Control case 1 had marked deposition of urate crystals, with gouty tophi in various organs, including the kidney, spleen, lungs, bone marrow, liver, pancreas, and heart. Urate deposition was associated with marked necrosis in the spleen and mild necrosis in the myocardium. Control case 2 had mild aortic tunica intima degeneration and mineralization, and hemorrhage within the small intestine. INIBs were not identified in any of the examined tissues of the control cases.

Transmission electron microscopy

On negative-contrast EM, nonenveloped, icosahedral, hexagonal viral particles were found in the bone marrow in 5 of the 6 (Fig. 2A), the spleen in 1 of the 5, and liver of 1 of the 5 examined affected cases (Table 2). Viral particles were sparse. The viral particles were 82.4–95.4 nm in diameter (n = 9; SD = 4.8). Vertex fibers were not observed. No viral particles were identified on negative contrast in the intestinal contents of the submitted cases, nor in any of the tissues from the control cases. Plastic-embedded tissues from the bone marrow and liver from case 5 were examined by transmission EM. Infrequently, bone marrow reticular cells and hepatocytes had evidence of intranuclear virus replication and assembly complexes that were composed of immature and mature virions arranged in loose aggregates (Fig. 2B).

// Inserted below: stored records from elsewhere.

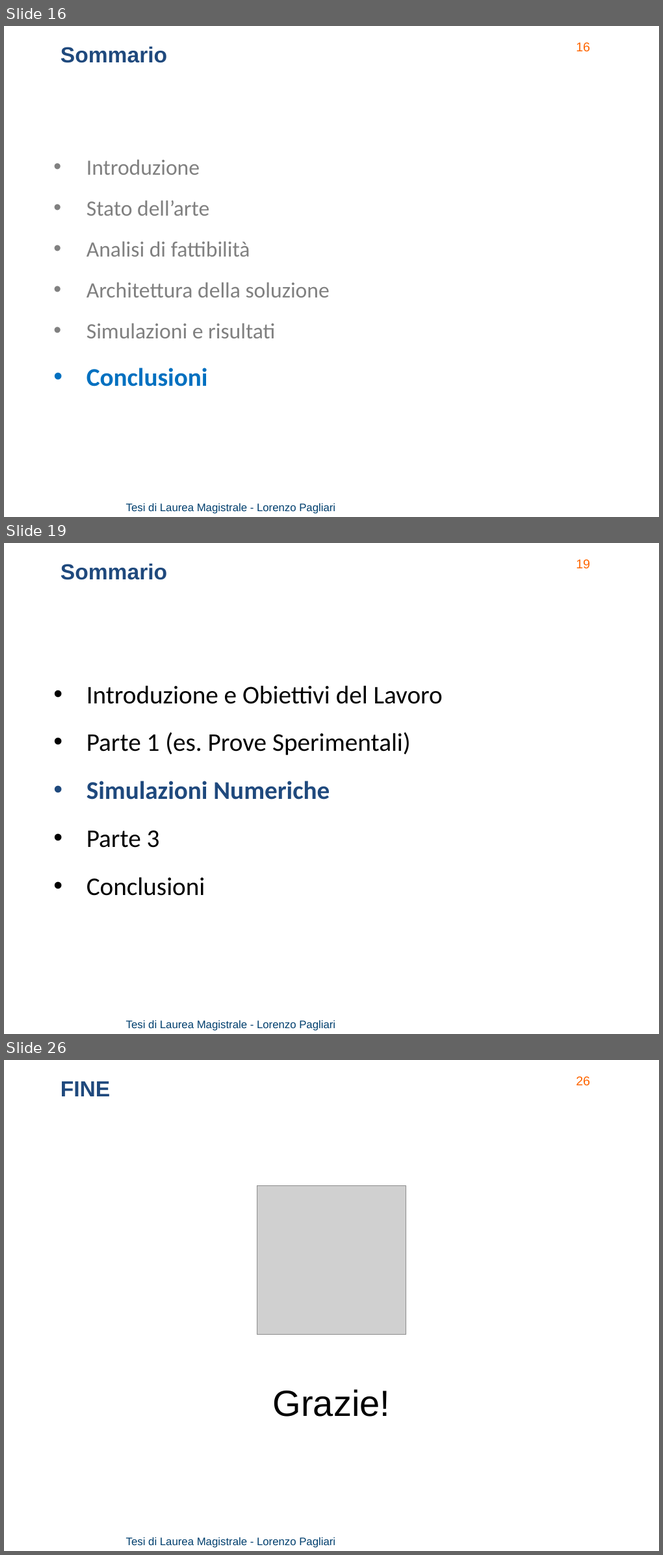
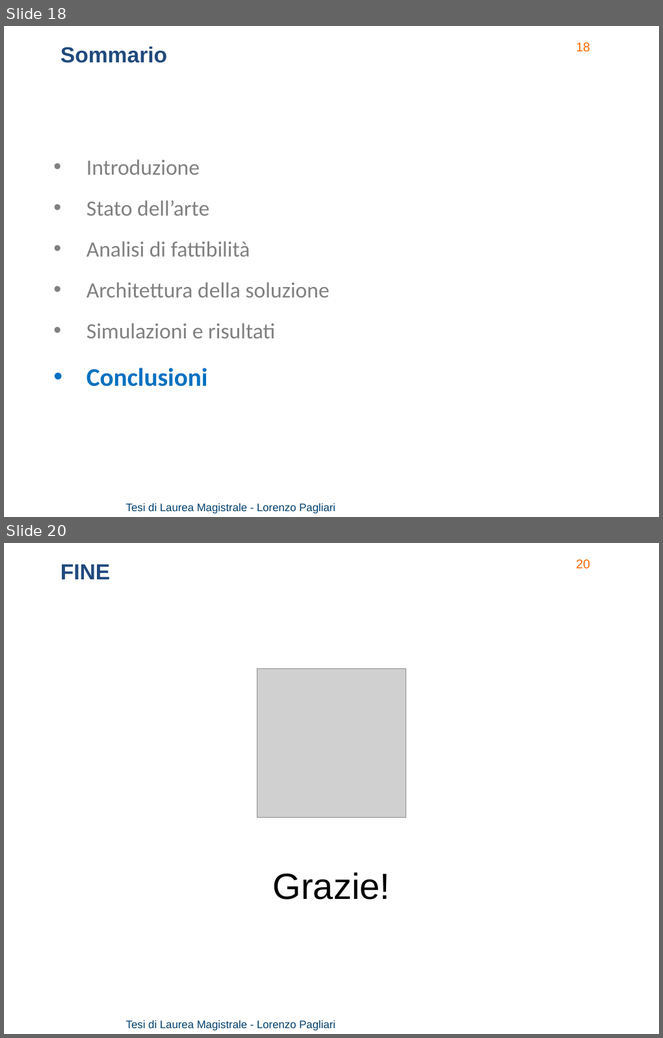
Before and after one commit to lorenzo-pagliari/Tesi, a slide deck: presentazione/Pagliari Lorenzo presentazione.pptx. Shown one above the other, each under a label of ours: slides 16, 19 and 26 before the commit, slides 18 and 20 after it; the slides between them are not shown. The pictures are 663x1555 and 663x1038 pixels, drawn with LibreOffice and Linux fonts; fonts in the diff are those of the drawing; grey boxes stand for pictures; background and template pictures are left out. Boxes give left, top, right and bottom in pixels: in the first picture for what was removed or moved away, otherwise in the second. Text is boxed around its words. In the diff, an @@ line names an element or a change of style, - is before the commit and + after.

```diff
--- a/presentazione/Pagliari Lorenzo presentazione.pptx
+++ b/presentazione/Pagliari Lorenzo presentazione.pptx
@@ slide 19 removed at (x1=4, y1=543, x2=659, y2=1034), background picture (left out); not listed: 2 template elements that a slide beside it also shows @@
@@ text removed at (x1=61, y1=563, x2=167, y2=580) @@
-Sommario
@@ text removed at (x1=87, y1=685, x2=443, y2=896) @@
-• Introduzione e Obiettivi del Lavoro
-• Parte 1 (es. Prove Sperimentali)
-• Simulazioni Numeriche
-• Parte 3
-• Conclusioni
@@ what was slide 16 is now slide 18 @@
@@ what was slide 26 is now slide 20 @@
@@ page number at (x1=576, y1=559, x2=590, y2=569): text changed @@
-26
+20
```
Also in this commit, not shown: 1 slide changed, 6 slides added, 11 other slides removed, 3 other files.

Granular-to-fibrillary viroplasm and assembled particles distended the nucleus, and replaced and displaced the chromatin to the nuclear margin. Paracrystalline arrays were not observed. Associated degenerative changes in the infected cells included swelling of the cisternal system, fat and glycogen depletion, and chromatin lysis. The mature virions were 72.7–92.1 nm in diameter (n = 21; SD = 4.8) in the plastic-embedded material. These EM findings were most consistent with adenoviral particles.

Figure 2.

Electron microscopy of a red-tailed hawk. A. Viral particles in the spleen from case 4. The virus was ~88 nm in diameter and had an icosahedral symmetry characteristic of adenoviruses. Direct negative-contrast transmission electron microscopy (TEM). Bar = 100 nm. B. Hepatocyte in the liver from case 6, with chromatin clearing and multiple viral particles loosely arranged within the nucleus. Plastic-embedded TEM. Bar = 1 µm. Inset: higher magnification of the hexagonal viral particles, typical of adenoviruses. Bar = 500 nm.

Bacteriology

Bacillus spp. were cultured in large numbers (4+) from various organs in case 1; moderate numbers (3+) of Escherichia coli were cultured from the liver of case 3. Large gram-positive coccoid bacteria that were not further identifiable were isolated in large numbers (4+) from the liver of case 4. Escherichia spp. were isolated from the liver of case 6 in small numbers (2+), but bacteria were not seen histologically; hence, the cultured bacteria were considered to be postmortem contamination. The remaining aerobic culture results yielded no growth or no significant growth, and salmonella culture did not yield any growth of Salmonella species in any of the submitted cases.

Virology

Viral isolation by egg inoculation was unsuccessful in both cases 1 and 2.

PCR and sequence analysis

Based on the EM features, adenoviral infection was strongly suspected, and PCR was selected to confirm the presence of adenovirus. The bone marrow from 3 of 5 affected hawks, liver from 1 of 3, spleen from 4 of 6, and intestinal contents from 2 of 3 cases were positive for adenovirus by PCR assay (Table 2). The FFPE specimen from case 1 was also positive for adenovirus by PCR assay. All tissues from the control cases were negative by PCR. The nucleotide sequences (GenBank OM522337–OM522342) were blasted in NCBI to confirm that these are adenovirus sequences. All study sequences were >99% identical to one another and showed highest nucleotide identity (90%) with RAdV1 (EU715130) sequenced from a Harris hawk examined in the United Kingdom (Fig. 3; Table 3). Based on phylogenetic analysis, our sequences clustered as one group within the siadenoviruses. The sequences have common ancestors with adenoviruses from raptors, turkeys, south polar skuas, psittacines, budgerigars, and other siadenoviruses.

Figure 3.

Phylogenetic tree constructed by comparing 857 nucleotides of the DNA polymerase gene of siadenoviruses using the maximum-likelihood method based on the Hasegawa–Kishino–Yano model with 1,000 bootstraps.

Table 3.

The percent nucleotide identity of the study sequences compared with the various avian adenoviruses.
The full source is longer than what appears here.